I found the following case very interesting because based on my limited experience, litigators tend to take a deny everything and admit nothing approach. But as the litigators here found out, this can be a dangerous game.
This is a quick summary based on the California Court of Appeals decision in TIMOTHY GRACE et al. vs. LEVIK MANSOURIAN et al. which was published on September 15, 2015. You can find the case here.
Defendants were served with requests for admissions seeking admissions on negligence, causation, and damages. Plaintiffs asked defendants to admit defendant failed to stop at the red light and that the failure was negligent, the actual and legal cause of the accident, etc.
Their response was to deny almost every request for admission. On the eve of trial, certain requests were admitted to through stipulation. Plaintiffs won the trial and filed a motion seeking to recover costs of proof under Code of Civil Procedure section 2033.420. The Court found defendants liable, in part, and awarded attorney fees and costs for the portion of the trial that could be earmarked towards proving certain requests for admissions that were denied by defendants.

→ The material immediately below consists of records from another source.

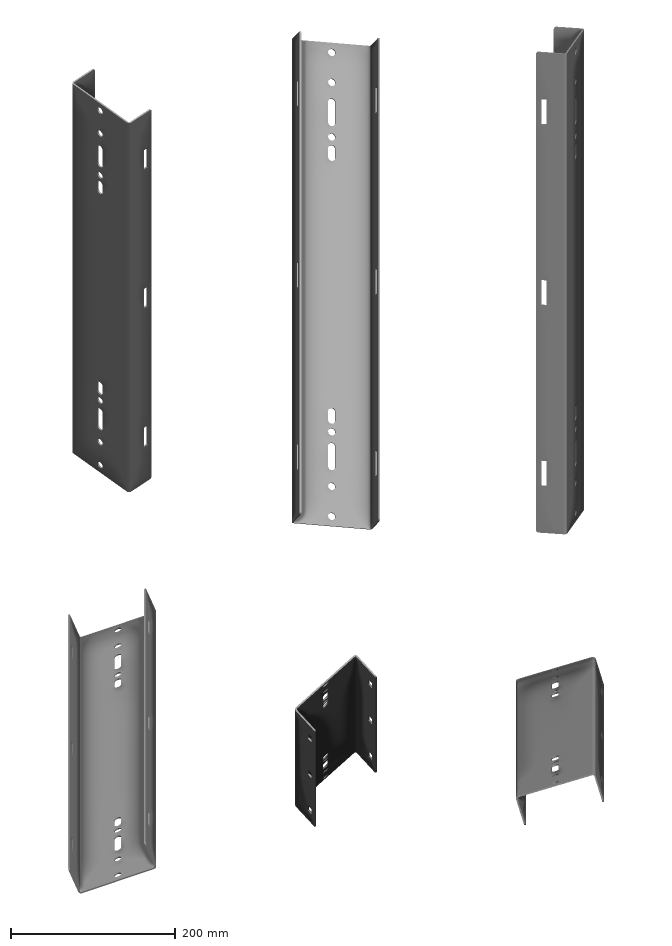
import cadquery as cq

length = 616.0
width = 101.5
depth = 38.0
thickness = 2.0
inner_bend_radius = 1.7
outer_bend_radius = inner_bend_radius + thickness
web_face_y = -depth / 2
flange_edge_y = depth / 2

flange_corner_radius = 3.0

opening_width = 9.0
hole_end_distances = [12.5, 50.5, 120.0]
long_slot_length = 35.0
long_slot_end_distance = 89.0
short_slot_length = 20.5
short_slot_end_distance = 140.5

flange_slot_length = 32.0
flange_slot_width = 6.0
flange_slot_edge_distance = 10.0
flange_slot_pitch = 231.5


def make_channel():
    """Bent sheet channel with concentric inner and outer bend radii."""
    outer = cq.Workplane("XY").box(width, depth, length)
    outer = outer.edges("|Z and <Y").fillet(outer_bend_radius)
    cavity = (
        cq.Workplane("XY")
        .box(width - 2 * thickness, depth, length)
        .edges("|Z and <Y")
        .fillet(inner_bend_radius)
        .translate((0, thickness, 0))
    )
    return outer.cut(cavity).faces(">Y").edges("|X").fillet(flange_corner_radius)


def mirrored_positions(end_distance):
    """Points on the web centreline at the same distance from both ends."""
    height = length / 2 - end_distance
    return [(0, height), (0, -height)]


def make_web_openings():
    """Round holes and upright slots through the web."""
    plane = cq.Workplane("XZ", origin=(0, web_face_y + thickness, 0))
    cut_depth = 2 * thickness
    openings = cq.Workplane("XZ")
    for distance in hole_end_distances:
        holes = plane.pushPoints(mirrored_positions(distance)).circle(opening_width / 2)
        openings = openings.add(holes.extrude(cut_depth))
    slots = [
        (long_slot_end_distance, long_slot_length),
        (short_slot_end_distance, short_slot_length),
    ]
    for distance, slot_length in slots:
        outline = plane.pushPoints(mirrored_positions(distance)).slot2D(slot_length, opening_width, 90)
        openings = openings.add(outline.extrude(cut_depth))
    return openings.combine()


def make_flange_slots():
    """Three evenly spaced rectangular slots passing through both flanges."""
    slot_y = flange_edge_y - flange_slot_edge_distance
    centres = [(0, slot_y, step * flange_slot_pitch) for step in (-1, 0, 1)]
    slot = cq.Workplane("XY").box(width, flange_slot_width, flange_slot_length).val()
    slots = [slot.translate(cq.Vector(*centre)) for centre in centres]
    return cq.Workplane("XY").newObject(slots).combine()


result = make_channel().cut(make_web_openings()).cut(make_flange_slots())
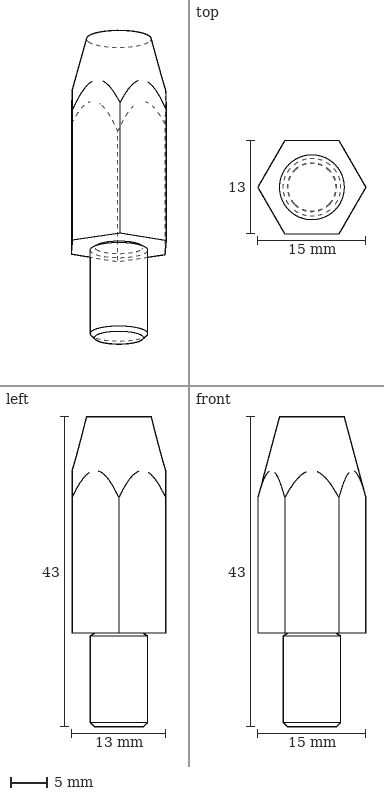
import cadquery as cq
import math

across_flats = 13.0
corner_diameter = 15.0
body_height = 30.0

tip_diameter = 9.0
nose_half_angle = 15.0

stud_diameter = 8.0
stud_length = 13.0
core_diameter = 6.647
root_taper_half_angle = 60.0
end_chamfer = 0.6

corner_radius = corner_diameter / 2
tip_radius = tip_diameter / 2
nose_height = (corner_radius - tip_radius) / math.tan(math.radians(nose_half_angle))
stud_radius = stud_diameter / 2
core_radius = core_diameter / 2
root_taper_length = (stud_radius - core_radius) / math.tan(math.radians(root_taper_half_angle))


def make_turned_blank():
    """Cylinder with a conical nose that bounds the hexagonal body."""
    profile = (
        cq.Workplane("XZ")
        .lineTo(corner_radius, 0)
        .lineTo(corner_radius, body_height - nose_height)
        .lineTo(tip_radius, body_height)
        .lineTo(0, body_height)
        .close()
    )
    return profile.revolve(360, (0, 0, 0), (0, 1, 0))


def make_body():
    """Hexagonal bar, corners along X, trimmed by the turned blank."""
    across_corners = across_flats / math.cos(math.radians(30))
    hexagon = cq.Workplane("XY").polygon(6, across_corners).extrude(body_height)
    return hexagon.intersect(make_turned_blank())


def make_stud():
    """Turned stud below the body, tapered to the thread core at its root and chamfered at its free end."""
    profile = (
        cq.Workplane("XZ")
        .lineTo(core_radius, 0)
        .lineTo(stud_radius, -root_taper_length)
        .lineTo(stud_radius, end_chamfer - stud_length)
        .lineTo(stud_radius - end_chamfer, -stud_length)
        .lineTo(0, -stud_length)
        .close()
    )
    return profile.revolve(360, (0, 0, 0), (0, 1, 0))


result = make_body().union(make_stud())
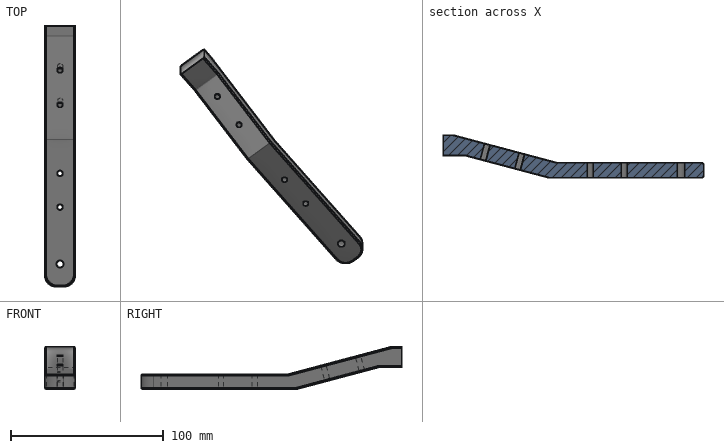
import cadquery as cq
import math

width = 20.0
length = 170.69
total_height = 28.0
front_thickness = 10.0
rear_thickness = 13.4

top_slope_start_y = 96.55
top_slope_end_y = 164.2
bottom_slope_start_y = 101.3
bottom_slope_end_y = 156.2

nose_radius = 8.0
edge_chamfer = 1.0

pivot_diameter = 4.5
pivot_y = 15.0
screw_diameter = 3.5
front_screw_ys = (52.2, 74.3)
rear_screw_ys = (119.1, 141.7)

rear_bottom_z = total_height - rear_thickness
slope_angle = math.atan2(total_height - front_thickness, top_slope_end_y - top_slope_start_y)


def make_bar():
    """Extrude the bent side outline across the width, centred on X = 0."""
    outline = [
        (0, 0),
        (bottom_slope_start_y, 0),
        (bottom_slope_end_y, rear_bottom_z),
        (length, rear_bottom_z),
        (length, total_height),
        (top_slope_end_y, total_height),
        (top_slope_start_y, front_thickness),
        (0, front_thickness),
    ]
    return cq.Workplane("YZ").polyline(outline).close().extrude(width / 2, both=True)


def round_nose(bar):
    """Round the two upright corners of the front end."""
    return bar.faces("<Y").edges("|Z").fillet(nose_radius)


def chamfer_rims(bar):
    """Chamfer the long edges and the nose rims, leaving the raised end face square."""
    rims = bar.faces("<X or >X").edges("not |Z").add(bar.faces("<Y").edges("|X"))
    return rims.chamfer(edge_chamfer)


def vertical_hole(y, diameter):
    """Cutter for a through hole in the level front section."""
    return cq.Workplane("XY").center(0, y).circle(diameter / 2).extrude(front_thickness)


def sloped_hole(y, diameter):
    """Cutter for a through hole square to the sloped top face."""
    z = front_thickness + (y - top_slope_start_y) * math.tan(slope_angle)
    axis = cq.Vector(0, -math.sin(slope_angle), math.cos(slope_angle))
    reach = total_height
    start = cq.Vector(0, y, z) - axis * reach
    return cq.Solid.makeCylinder(diameter / 2, 2 * reach, start, axis)


result = chamfer_rims(round_nose(make_bar()))
result = result.cut(vertical_hole(pivot_y, pivot_diameter))
for screw_y in front_screw_ys:
    result = result.cut(vertical_hole(screw_y, screw_diameter))
for screw_y in rear_screw_ys:
    result = result.cut(sloped_hole(screw_y, screw_diameter))
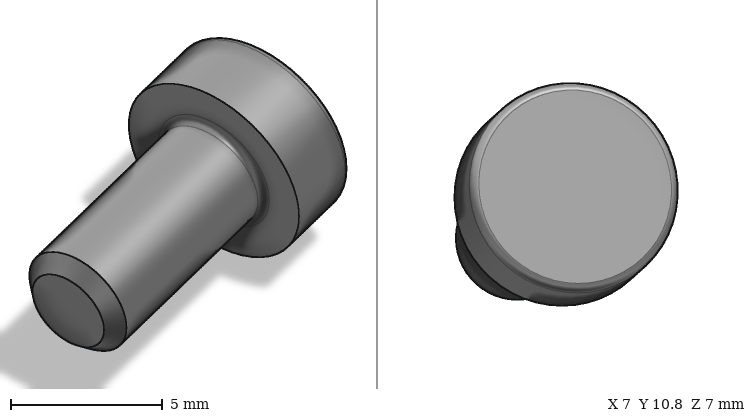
import cadquery as cq

total_length = 10.8
head_diameter = 7.0
head_height = 2.8
head_edge_radius = 0.27
shank_diameter = 4.0
neck_fillet_radius = 0.27
tip_chamfer = 0.53

shank_length = total_length - head_height


def make_head():
    """Plain cylindrical head with a rounded outer edge on its free end."""
    head = cq.Workplane("XZ").circle(head_diameter / 2).extrude(-head_height)
    return head.faces(">Y").edges().fillet(head_edge_radius)


def make_shank():
    """Cylindrical shank with a chamfered tip."""
    shank = cq.Workplane("XZ").circle(shank_diameter / 2).extrude(shank_length)
    return shank.faces("<Y").edges().chamfer(tip_chamfer)


def round_neck(screw):
    """Fillet the inside corner where the shank meets the bearing face."""
    bearing_edges = screw.edges("%CIRCLE").edges(cq.selectors.BoxSelector(
        (-head_diameter, -neck_fillet_radius, -head_diameter),
        (head_diameter, neck_fillet_radius, head_diameter),
    ))
    neck_edge = bearing_edges.edges(cq.selectors.RadiusNthSelector(0))
    return neck_edge.fillet(neck_fillet_radius)


result = round_neck(make_head().union(make_shank()))

It reasoned as follows. First, it found that the purpose of requests for admissions is
“… primarily aimed at setting at rest a triable issue so that it will not have to be tried. . . . For this reason, the fact that the request is for the admission of a controversial matter, or one involving complex facts, or calls for an opinion, is of no moment. If the litigant is able to make the admission, the time for making it is during discovery procedures, and not at the trial.”
It also held that,
“[S]ince requests for admissions are not limited to matters within personal knowledge of the responding party, that party has a duty to make a reasonable investigation of the facts before answering items which do not fall within his personal knowledge.”
So it concluded that
“When a party propounds requests for admission of the truth of certain facts and the responding party denies the requests, if the propounding party proves the truth of those facts at trial, he or she may seek an award of the reasonable costs and attorney fees incurred in proving those facts. (§ 2033.420, subd. (a).) The court is required to award those costs and fees unless it finds the party who denied the requests “had reasonable ground to believe [he or she] would prevail on the matter” or “[t]here was other good reason for the failure to admit.”
Based on the above, you would think that many of the games litigators play are prevented by this code sections; however, the Court also found that those amounts cannot be awarded if the parties stipulated to facts, even if the responding party had previously denied them.